------ THE DATA ------

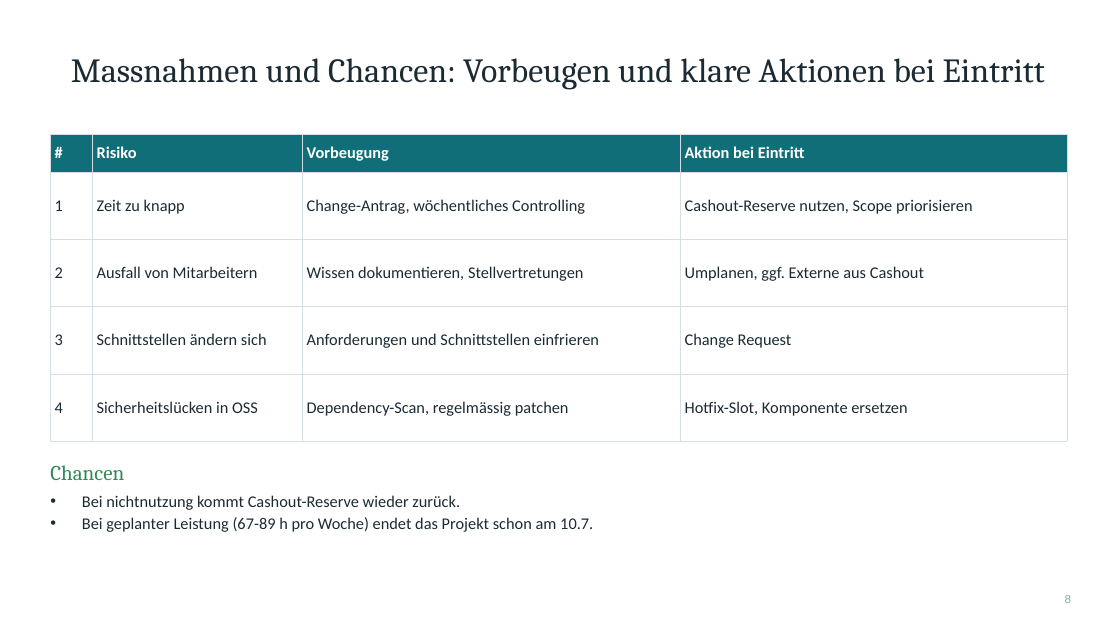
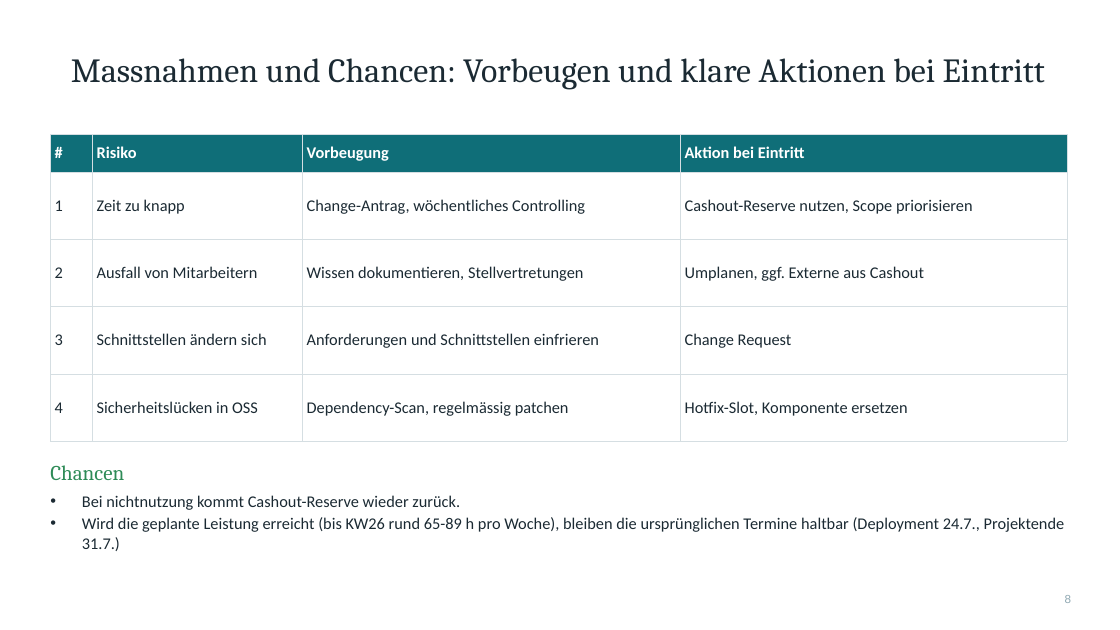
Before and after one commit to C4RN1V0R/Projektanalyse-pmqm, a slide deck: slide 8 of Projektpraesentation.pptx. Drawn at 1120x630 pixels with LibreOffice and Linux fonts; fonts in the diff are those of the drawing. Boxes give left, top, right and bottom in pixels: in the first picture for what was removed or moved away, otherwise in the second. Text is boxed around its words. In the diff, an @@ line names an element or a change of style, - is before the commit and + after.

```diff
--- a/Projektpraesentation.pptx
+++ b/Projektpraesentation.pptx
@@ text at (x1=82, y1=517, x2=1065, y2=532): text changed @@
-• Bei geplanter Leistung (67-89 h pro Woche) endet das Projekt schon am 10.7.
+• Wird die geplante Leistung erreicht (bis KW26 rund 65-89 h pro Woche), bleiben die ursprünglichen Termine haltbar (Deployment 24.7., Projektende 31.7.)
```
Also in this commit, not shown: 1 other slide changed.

------

[YOUR TASK]: Look for the string "commit" in the records, and copy every line where it is found.

[YOUR RESPONSE]:
Before and after one commit to C4RN1V0R/Projektanalyse-pmqm, a slide deck: slide 8 of Projektpraesentation.pptx. Drawn at 1120x630 pixels with LibreOffice and Linux fonts; fonts in the diff are those of the drawing. Boxes give left, top, right and bottom in pixels: in the first picture for what was removed or moved away, otherwise in the second. Text is boxed around its words. In the diff, an @@ line names an element or a change of style, - is before the commit and + after.
Also in this commit, not shown: 1 other slide changed.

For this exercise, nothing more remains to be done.